Wednesday 28 May 2014

Skomer Day 13: Last Day


Time-lapse ledge, showing imposter
being challenged.
I have had to manage my last day on Skomer carefully to make sure I collect all the information I need to help make the final scrolls for the exhibition in September.
First stop the Wick to try out a different time-lapse drawing to yesterday based on a shorter ledge. I wanted to try this because the shorter ledge meant drawing versions of the ledge in quick succession (about 20 mins each, the theory being I would be more likely to capture any changes happening over a short period, about an hour in this case. In fact I did manage to record an interesting interaction, which came as a complete surprise. In the image below, the first line in the series to be drawn being at the bottom, I recorded one bird returning to the group of four on the left making it five in the second row from the bottom. This guillemot allo-preened the nearby bird for the next forty minutes or so until, as shown in the 5th line up, another guillemot returns flying straight at the back of the first and wrestling it off the cliff before taking up this usurped birds position to make up the pair. I can only assume that the first returning bird was an imposter and the second, having made a direct line of flight to this spot was the true partner. In the last line at the top we can see it courting its mate.

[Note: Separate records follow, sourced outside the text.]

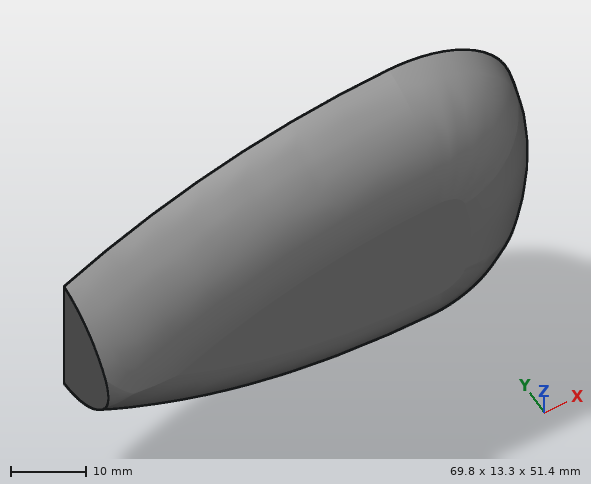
import cadquery as cq
import math

LENGTH = 69.8
THICKNESS = 13.25
HEIGHT = 51.37

RIM_RADIUS = 15.0
BACK_OVERHANG = RIM_RADIUS - THICKNESS
BACK_INSET = RIM_RADIUS - math.sqrt(RIM_RADIUS**2 - BACK_OVERHANG**2)
HALF_HEIGHT = HEIGHT / 2 + BACK_INSET
OUTER_END_X = LENGTH + BACK_INSET

SIDE_RADIUS = 95.3
CORNER_RADIUS = 19.2
TIP_RADIUS = 12.0
TIP_X = -8.3
WIDEST_X = 49.9

BLANK_DEPTH = 2 * RIM_RADIUS
CLEARANCE = 100.0


def slab(x_start, x_end):
    """Block of full thickness, generously tall, between two X stations."""
    return (
        cq.Workplane("XY")
        .box(x_end - x_start, THICKNESS, 2 * CLEARANCE, centered=(False, False, True))
        .translate((x_start, -THICKNESS, 0))
    )


def rounded_disc(center_x, center_z, radius):
    """Disc with its axis along Y and its front rim rolled over.

    A disc smaller than the rim radius has no flat and ends in a point.
    """
    rim_center = radius - RIM_RADIUS
    start_angle = math.acos(max(0, -rim_center) / RIM_RADIUS)

    def rim_point(angle):
        return (
            rim_center + RIM_RADIUS * math.cos(angle),
            RIM_RADIUS - RIM_RADIUS * math.sin(angle),
        )

    front_point = rim_point(start_angle)
    profile = cq.Workplane("XY").moveTo(0, front_point[1])
    if rim_center > 0:
        profile = profile.lineTo(*front_point)
    return (
        profile.threePointArc(rim_point(start_angle / 2), rim_point(0))
        .lineTo(0, RIM_RADIUS)
        .close()
        .revolve(360, (0, 0, 0), (0, 1, 0))
        .translate((center_x, -THICKNESS, center_z))
    )


def tapered_sides():
    """Two large rounded discs overlap in a lens that meets in a front crease."""
    side_offset = SIDE_RADIUS - HALF_HEIGHT
    upper = rounded_disc(WIDEST_X, -side_offset, SIDE_RADIUS)
    lower = rounded_disc(WIDEST_X, side_offset, SIDE_RADIUS)
    return upper.intersect(lower).intersect(slab(0, WIDEST_X))


def tip_relief():
    """Material shaved off the front crease where it runs into the cut end."""
    tip_center_x = TIP_X + TIP_RADIUS
    wedge = (
        cq.Workplane("XZ", origin=(0, -THICKNESS, 0))
        .moveTo(0, -tip_center_x)
        .lineTo(tip_center_x, 0)
        .lineTo(0, tip_center_x)
        .close()
        .extrude(-THICKNESS)
    )
    return wedge.cut(rounded_disc(tip_center_x, 0, TIP_RADIUS))


def round_end():
    """Blunt end: two corner arcs joined by a shallow arc, with a rolled rim."""
    corner_z = HALF_HEIGHT - CORNER_RADIUS
    end_bulge = OUTER_END_X - CORNER_RADIUS - WIDEST_X
    end_angle = 2 * math.atan(end_bulge / corner_z)
    join_x = WIDEST_X + CORNER_RADIUS * math.cos(end_angle)
    join_z = corner_z + CORNER_RADIUS * math.sin(end_angle)
    middle_angle = (end_angle + math.pi / 2) / 2
    middle_x = WIDEST_X + CORNER_RADIUS * math.cos(middle_angle)
    middle_z = corner_z + CORNER_RADIUS * math.sin(middle_angle)
    blank = (
        cq.Workplane("XZ", origin=(0, -THICKNESS, 0))
        .moveTo(0, HALF_HEIGHT)
        .lineTo(WIDEST_X, HALF_HEIGHT)
        .threePointArc((middle_x, middle_z), (join_x, join_z))
        .threePointArc((OUTER_END_X, 0), (join_x, -join_z))
        .threePointArc((middle_x, -middle_z), (WIDEST_X, -HALF_HEIGHT))
        .lineTo(0, -HALF_HEIGHT)
        .close()
        .extrude(-BLANK_DEPTH)
    )
    rounded = blank.faces("<Y").edges("not <X").fillet(RIM_RADIUS)
    return rounded.intersect(slab(WIDEST_X, CLEARANCE))


result = tapered_sides().cut(tip_relief()).union(round_end())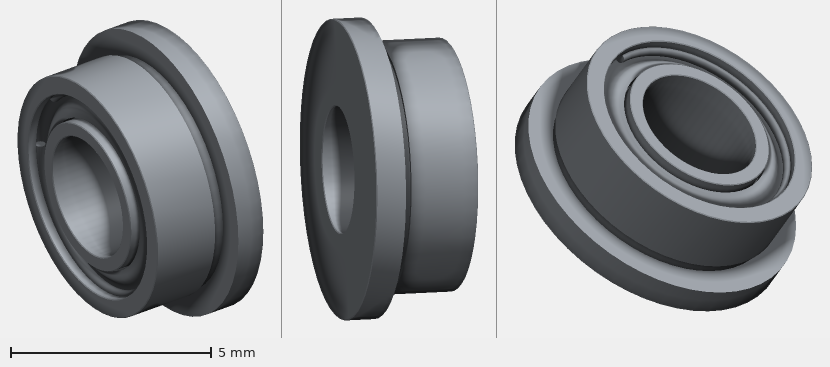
import cadquery as cq
import math

flange_radius = 3.77
width = 2.79
front_y = -width / 2
back_y = width / 2
flange_thickness = 0.76
relief_width = 0.3
barrel_radius = 3.175
relief_radius = 3.08
bore_radius = 1.59
edge_chamfer = 0.02

inner_land_radius = 1.96
outer_land_radius = 2.685

shield_gap = 0.045
shield_face_depth = 0.24
shield_face_radius = 2.14
shield_rim_radius = 2.6
bend_radius = 0.24
bend_angle = math.radians(45)
shield_rim_thickness = 0.1

wire_radius = 0.13
ring_gap_start = 140.0
ring_gap_angle = 40.0

bend_reach = bend_radius * math.sin(bend_angle)
bend_drop = bend_radius * (1 - math.cos(bend_angle))
cone_reach = shield_rim_radius - shield_face_radius - 2 * bend_reach
cone_drop = cone_reach * math.tan(bend_angle)
shield_face_y = front_y + shield_face_depth
shield_rim_y = shield_face_y + 2 * bend_drop + cone_drop
recess_floor_y = shield_rim_y + shield_rim_thickness
wire_center_y = shield_rim_y - wire_radius


def revolve_about_y(profile, angle=360.0):
    """Revolve a profile of (radius, y) points from +X, turning toward -Z."""
    return profile.close().revolve(angle, (0, 0, 0), (0, 1, 0))


def make_race_body():
    """Flanged outer race and inner race, joined behind the shield recess."""
    c = edge_chamfer
    flange_front_y = back_y - flange_thickness
    barrel_back_y = flange_front_y - relief_width
    blank = revolve_about_y(
        cq.Workplane("XY")
        .moveTo(bore_radius + c, front_y)
        .lineTo(barrel_radius - c, front_y)
        .lineTo(barrel_radius, front_y + c)
        .lineTo(barrel_radius, barrel_back_y)
        .lineTo(relief_radius, barrel_back_y)
        .lineTo(relief_radius, flange_front_y)
        .lineTo(flange_radius, flange_front_y)
        .lineTo(flange_radius, back_y - c)
        .lineTo(flange_radius - c, back_y)
        .lineTo(bore_radius + c, back_y)
        .lineTo(bore_radius, back_y - c)
        .lineTo(bore_radius, front_y + c)
    )
    recess = revolve_about_y(
        cq.Workplane("XY")
        .moveTo(inner_land_radius - c, front_y)
        .lineTo(inner_land_radius, front_y + c)
        .lineTo(inner_land_radius, recess_floor_y)
        .lineTo(outer_land_radius, recess_floor_y)
        .lineTo(outer_land_radius, shield_rim_y)
        .threePointArc(
            (outer_land_radius + wire_radius, wire_center_y),
            (outer_land_radius, wire_center_y - wire_radius),
        )
        .lineTo(outer_land_radius, front_y + c)
        .lineTo(outer_land_radius + c, front_y)
    )
    return blank.cut(recess)


def make_shield():
    """Shield with a raised inner flat, an S-shaped slope and a low outer rim."""
    half_reach = bend_radius * math.sin(bend_angle / 2)
    half_drop = bend_radius * (1 - math.cos(bend_angle / 2))
    return revolve_about_y(
        cq.Workplane("XY")
        .moveTo(inner_land_radius + shield_gap, recess_floor_y)
        .lineTo(inner_land_radius + shield_gap, shield_face_y)
        .lineTo(shield_face_radius, shield_face_y)
        .threePointArc(
            (shield_face_radius + half_reach, shield_face_y + half_drop),
            (shield_face_radius + bend_reach, shield_face_y + bend_drop),
        )
        .lineTo(shield_rim_radius - bend_reach, shield_rim_y - bend_drop)
        .threePointArc(
            (shield_rim_radius - half_reach, shield_rim_y - half_drop),
            (shield_rim_radius, shield_rim_y),
        )
        .lineTo(outer_land_radius, shield_rim_y)
        .lineTo(outer_land_radius, recess_floor_y)
    )


def make_retaining_ring():
    """Open ring of round wire, half sunk in the outer race groove."""
    ring = (
        cq.Workplane("XY")
        .center(outer_land_radius, wire_center_y)
        .circle(wire_radius)
        .revolve(360 - ring_gap_angle, (-outer_land_radius, 0, 0), (-outer_land_radius, 1, 0))
    )
    return ring.rotate((0, 0, 0), (0, 1, 0), -ring_gap_start)


race_body = make_race_body()
shield = make_shield()
retaining_ring = make_retaining_ring()

result = cq.Compound.makeCompound([race_body.val(), shield.val(), retaining_ring.val()])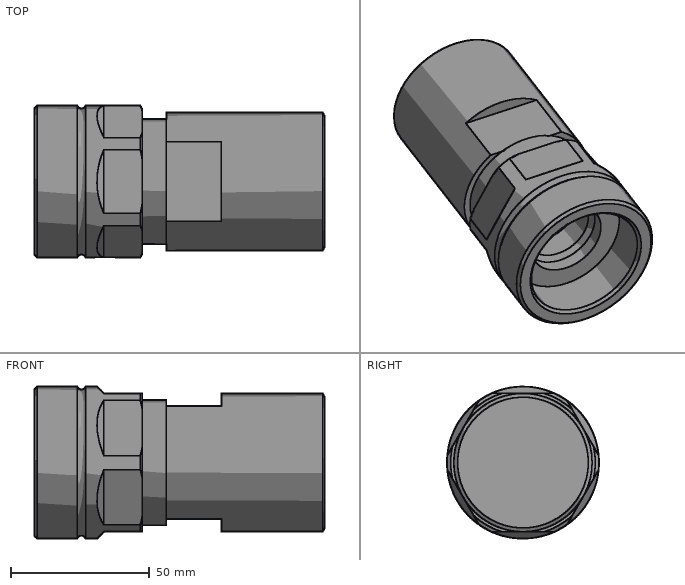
import cadquery as cq

length = 105.0

nut_dia = 55.0
nut_end = 39.1
nut_front_chamfer = 1.0
groove_start = 15.5
groove_width = 3.0
groove_depth = 1.0
hex_across_flats = 50.0
hex_start = 25.2
hex_sides = 6

collar_dia = 45.4
collar_end = 47.8
body_dia = 50.0
wrench_across_flats = 41.0
wrench_end = 67.6
wrench_flats = 2

bevel_length = 0.7
bevel_height = 1.4

mouth_dia = 42.8
mouth_chamfer = 1.0
mouth_depth = 15.5
seat_dia = 28.0
seat_depth = 20.4
middle_dia = 24.5
middle_depth = 31.5
inner_dia = 24.0
inner_depth = 42.0
contact_dia = 3.0
contact_depth = 4.2


cutter_clearance = 1.0


def revolve_about_x(outline):
    return outline.close().revolve(360, (0, 0, 0), (1, 0, 0))


def make_turned_body():
    nut_r = nut_dia / 2
    body_r = body_dia / 2
    groove_end = groove_start + groove_width
    outline = (
        cq.Workplane("XY")
        .moveTo(0, 0)
        .lineTo(0, nut_r - nut_front_chamfer)
        .lineTo(nut_front_chamfer, nut_r)
        .lineTo(groove_start, nut_r)
        .threePointArc((groove_start + groove_width / 2, nut_r - groove_depth), (groove_end, nut_r))
        .lineTo(nut_end - bevel_length, nut_r)
        .lineTo(nut_end, nut_r - bevel_height)
        .lineTo(nut_end, collar_dia / 2)
        .lineTo(collar_end, collar_dia / 2)
        .lineTo(collar_end, body_r)
        .lineTo(length - bevel_length, body_r)
        .lineTo(length, body_r - bevel_height)
        .lineTo(length, 0)
    )
    return revolve_about_x(outline)


def make_bore():
    mouth_r = mouth_dia / 2
    cone_end = seat_depth + (seat_dia - middle_dia) / 2
    outline = (
        cq.Workplane("XY")
        .moveTo(0, 0)
        .lineTo(0, mouth_r + mouth_chamfer)
        .lineTo(mouth_chamfer, mouth_r)
        .lineTo(mouth_depth, mouth_r)
        .lineTo(mouth_depth, seat_dia / 2)
        .lineTo(seat_depth, seat_dia / 2)
        .lineTo(cone_end, middle_dia / 2)
        .lineTo(middle_depth, middle_dia / 2)
        .lineTo(middle_depth, inner_dia / 2)
        .lineTo(inner_depth, inner_dia / 2)
        .lineTo(inner_depth, contact_dia / 2)
        .lineTo(inner_depth + contact_depth, contact_dia / 2)
        .lineTo(inner_depth + contact_depth, 0)
    )
    return revolve_about_x(outline)


def make_hex_cutter():
    """Cutter for one nut flat on +Z, with a 45 degree run-out at its front end."""
    flat_z = hex_across_flats / 2
    height = nut_dia / 2 - flat_z + cutter_clearance
    return (
        cq.Workplane("XZ")
        .moveTo(hex_start, flat_z)
        .lineTo(nut_end, flat_z)
        .lineTo(nut_end, flat_z + height)
        .lineTo(hex_start - height, flat_z + height)
        .close()
        .extrude(nut_dia / 2, both=True)
    )


def make_wrench_cutter():
    """Cutter for one square-ended wrench flat on +Z of the rear body."""
    return cq.Workplane("XY").box(
        wrench_end - collar_end, body_dia, body_dia, centered=(False, True, False)
    ).translate((collar_end, 0, wrench_across_flats / 2))


def cut_around_x(part, cutter, count):
    for i in range(count):
        part = part.cut(cutter.rotate((0, 0, 0), (1, 0, 0), i * 360 / count))
    return part


part = make_turned_body()
part = cut_around_x(part, make_hex_cutter(), hex_sides)
part = cut_around_x(part, make_wrench_cutter(), wrench_flats)
result = part.cut(make_bore())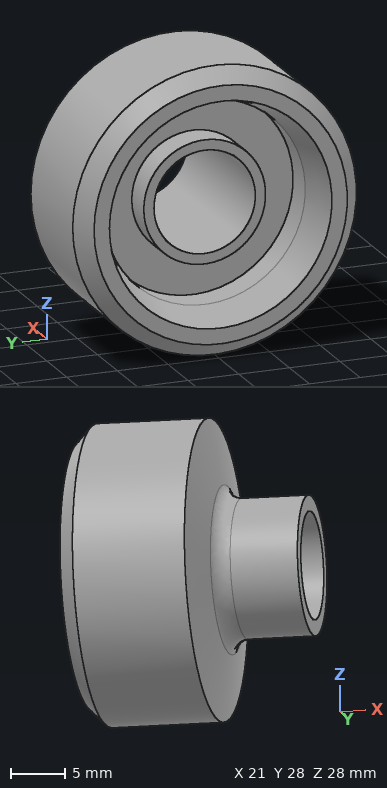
import cadquery as cq
import math

length = 21.0
rim_diameter = 28.0
rim_length = 12.0
rim_chamfer = 1.5
back_slope = 10.0

hub_diameter = 13.0
hub_fillet = 1.6

recess_diameter = 19.8
recess_depth = 7.0
mouth_depth = 4.0
mouth_taper = 15.0

boss_diameter = 12.0
boss_height = recess_depth - mouth_depth
bore_diameter = 10.0

rim_radius = rim_diameter / 2
hub_radius = hub_diameter / 2
recess_radius = recess_diameter / 2
mouth_radius = recess_radius + mouth_depth * math.tan(math.radians(mouth_taper))
hub_start = rim_length + (rim_radius - hub_radius) * math.tan(math.radians(back_slope))


def revolve_about_x(profile):
    """Turn a closed (axial, radial) outline a full circle about the X axis."""
    return cq.Workplane("XY").polyline(profile).close().revolve(360, (0, 0, 0), (1, 0, 0))


def cylinder_along_x(diameter, start, height):
    return cq.Workplane("YZ", origin=(start, 0, 0)).circle(diameter / 2).extrude(height)


def make_body():
    body = revolve_about_x([
        (0, 0),
        (0, rim_radius - rim_chamfer),
        (rim_chamfer, rim_radius),
        (rim_length, rim_radius),
        (hub_start, hub_radius),
        (length, hub_radius),
        (length, 0),
    ])
    hub_root = cq.selectors.NearestToPointSelector((hub_start, 0, 0))
    return body.edges("%CIRCLE").edges(hub_root).fillet(hub_fillet)


def make_recess():
    return revolve_about_x([
        (0, 0),
        (0, mouth_radius),
        (mouth_depth, recess_radius),
        (recess_depth, recess_radius),
        (recess_depth, 0),
    ])


boss = cylinder_along_x(boss_diameter, mouth_depth, boss_height)
bore = cylinder_along_x(bore_diameter, 0, length)

result = make_body().cut(make_recess()).union(boss).cut(bore)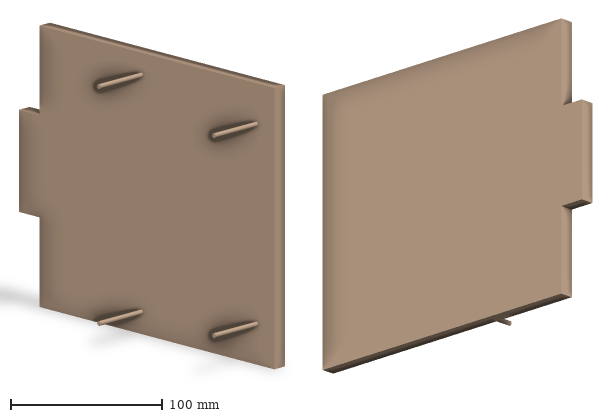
import cadquery as cq

total_length = 236.73
tab_length = 18.8
tab_height = 70.1
panel_length = total_length - tab_length
panel_height = 193.04
plate_thickness = 10.0

total_depth = 50.0
pin_length = total_depth - plate_thickness
pin_diameter = 3.175

inner_pin_x = 113.5
pin_pitch_x = 106.68
outer_pin_x = inner_pin_x + pin_pitch_x
inner_pin_inset = 15.24
outer_pin_inset = 27.94
pin_centres = [
    (x, z)
    for x, inset in ((inner_pin_x, inner_pin_inset), (outer_pin_x, outer_pin_inset))
    for z in (inset, panel_height - inset)
]


def make_plate():
    """Panel and tab, with the -Y face at y = 0 and the tab edge at x = 0."""
    panel = cq.Workplane("XY").box(
        panel_length, plate_thickness, panel_height, centered=False
    ).translate((tab_length, 0, 0))
    tab_bottom = (panel_height - tab_height) / 2
    tab = cq.Workplane("XY").box(
        tab_length, plate_thickness, tab_height, centered=False
    ).translate((0, 0, tab_bottom))
    return panel.union(tab)


def make_pins():
    """Round pins pointing toward -Y from the plate face."""
    return (
        cq.Workplane("XZ")
        .pushPoints(pin_centres)
        .circle(pin_diameter / 2)
        .extrude(pin_length)
    )


result = make_plate().union(make_pins())

Only by using this time-lapse approach to observational drawing could this relationship reveal itself to me. 
After this I move further down the Wick to add another line to yesterday's long ledge time-lapse drawing. I wanted to include midday because this is supposedly a quieter period for the colonies in comparison to the morning and evening periods I already had represented in the drawing.

8pm at the Amos
Next, I move on to the Amos for the evening, where I recorded the major groups on the South side of the peninsular for a second scroll. This scroll, combined with the one from the beginning of the week will complete a panorama of the entire Amos loomery. Finally, I couldn't leave the island without another night amongst the returning Shearwater. A particularly still night and with so many breeding birds, I could stop and listen to the whole island alive with the gurgling whoops and cackles of hundreds of thousands of shearwater. This noise of the whole islands subterranian world reverberating gave me a sense of Skomer as an enormous breeding colony, dormant in the day and coming alive at night. Bleary eyed and half asleep at one in the morning surrounded by birds flopping in and out of burrows, brushing my head as they crash to the ground is a surreal experience; surely there must be folklore explaining this fantastical night time realm. For me the whole dreaming experience is epitomised by the wonderfully bizarre contrast of these sleek, hardy ocean navigators grounded amongst a fairy landscape of midnight blue bells and curling bracken furls.
      
Shearwater grounded in midnight blue bells

Shearwater movement, slow, frantic, sometimes
almost stealthy but not quite

1 comment:

  1. A fascinating project- great insight into the colony recorded in a stunning way.